Web - Rolf D. Baldus: At a time when academic degrees were deemed less important than common sense, bush craft and determination, he became involved in animal capture and professional hunting at the tender age of 17. With 19 he joined the then Tanganyika Game Department as an elephant control officer. Until 1973 when he voluntarily resigned from his post of game warden, Southern Tanzania, he had travelled many thousands of miles through the reserve, mostly on foot, which still makes him one of the persons with the most intimate knowledge of the area.
In order to finance the management, infrastructure and anti-poaching operations of the Selous which he had expanded to its present size of nearly 50,000 kmï½², he was able to convince the colonial administration to allow hunting tourism. Brian worked out the details and had soon a flourishing hunting industry which operated on the basis of low and sustainable quotas and strict control. The oppression of poaching soon led to big ivory including hundredpounders, fine cats and old buffalo bulls being harvested, not to mention the many antelopes. The proceeds from hunting were kept for the upkeep of the game reserve. Unfortunately this strictly controlled system was not continued after his departure.

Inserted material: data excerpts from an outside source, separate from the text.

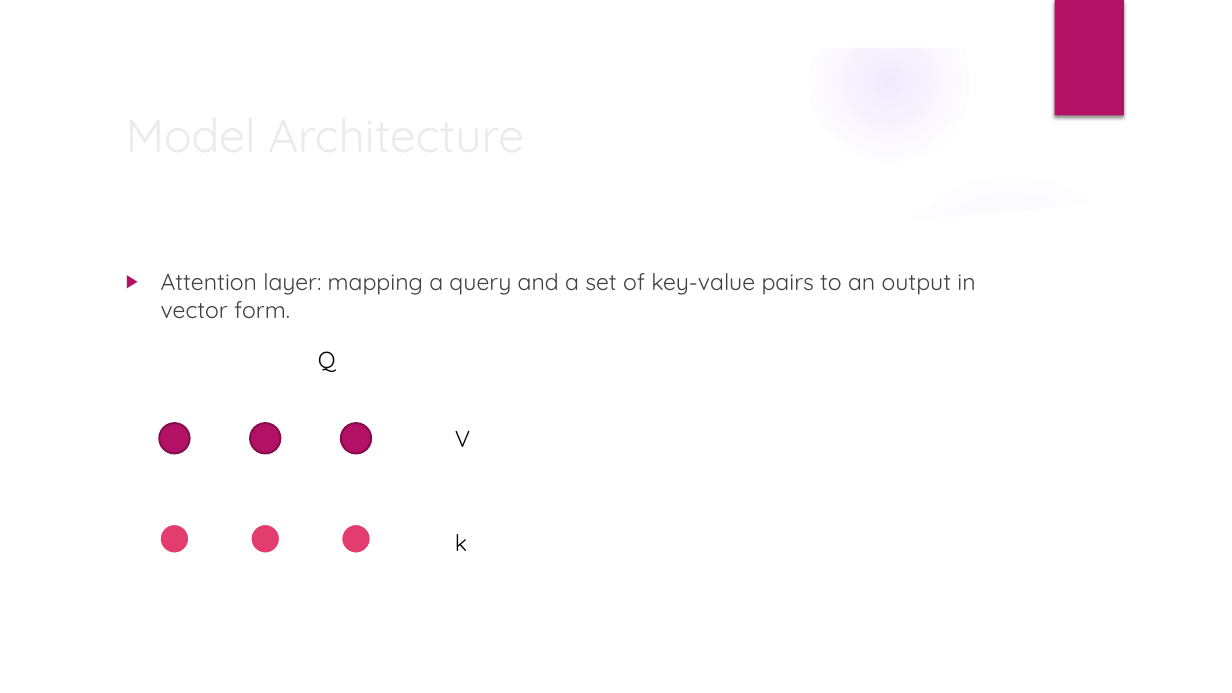
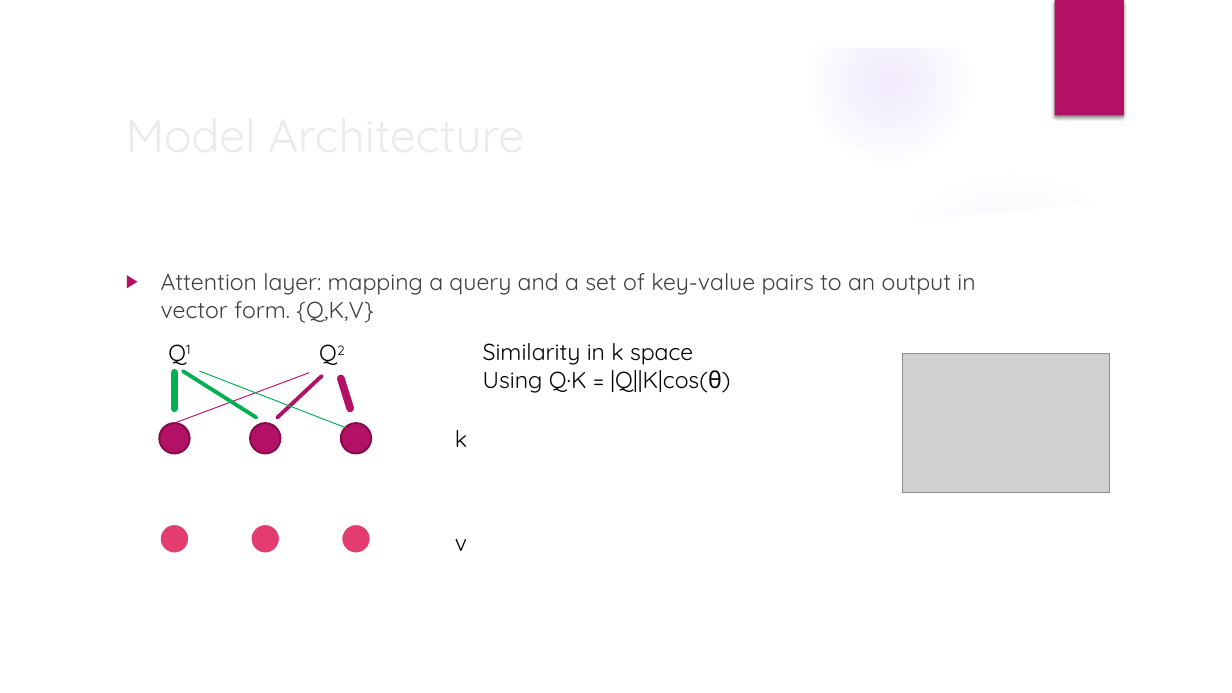
Before and after one commit to erdeq-upenn/code_public, a slide deck: slide 7 of slides/Transformer Review.pptx (slide 6 before the commit). Drawn at 1232x693 pixels with LibreOffice and Linux fonts; fonts in the diff are those of the drawing; grey boxes stand for pictures; background and template pictures are left out. Boxes give left, top, right and bottom in pixels: in the first picture for what was removed or moved away, otherwise in the second. Text is boxed around its words. In the diff, an @@ line names an element or a change of style, - is before the commit and + after.

```diff
--- a/slides/Transformer Review.pptx
+++ b/slides/Transformer Review.pptx
@@ text at (x1=161, y1=273, x2=975, y2=323): text changed @@
-▶ Attention layer: mapping a query and a set of key-value pairs to an output in vector form.
+▶ Attention layer: mapping a query and a set of key-value pairs to an output in vector form. {Q,K,V}
@@ text added at (x1=159, y1=334, x2=206, y2=371), 18 pt, text #000000 @@
+Q1
@@ text at (x1=318, y1=351, x2=336, y2=372): text changed @@
-Q
+Q2
@@ text added at (x1=483, y1=343, x2=730, y2=393), 18 pt, text #000000 @@
+Similarity in k space
+Using Q·K = |Q||K|cos(θ)
@@ picture added at (x1=902, y1=353, x2=1109, y2=493) @@
@@ line added from (175, 423) to (309, 373), #B31166 0.75 pt @@
@@ line added from (175, 409) to (175, 373), #00B050 6 pt @@
@@ line added from (183, 372) to (256, 418), #00B050 3 pt @@
@@ line added from (200, 372) to (346, 428), #00B050 0.75 pt @@
@@ line added from (277, 418) to (322, 376), #B31166 3 pt @@
@@ line added from (350, 409) to (341, 379), #B31166 6 pt @@
@@ text at (x1=455, y1=430, x2=467, y2=447): text changed @@
-V
+k
@@ text at (x1=455, y1=539, x2=467, y2=551): text changed @@
-k
+v
```
Also in this commit, not shown: 4 other slides changed, 1 slide added.

In the fifties and sixties Brian published a number of articles which show his great talents as a field biologist and conservation manager and planner. Brian visited the Selous again in 1979 together with the photographer Hugo van Lawick and the author Peter Matthiessen, who wrote the book "Sand Rivers" about their foot safari. In 2001 Brian Nicholson's book "The Last of Old Africa" was published. It is a classic African hunting book and amongst the best ones ever released - and his stories have the advantage of being true. It is a great pity that this book is out of print, and I can hope only that a reprint will soon be done. During the last years of his life Brian continued to take an active interest in the future of the Selous. The upkeep of Governance in hunting tourism and conservation in general was amongst his major concerns.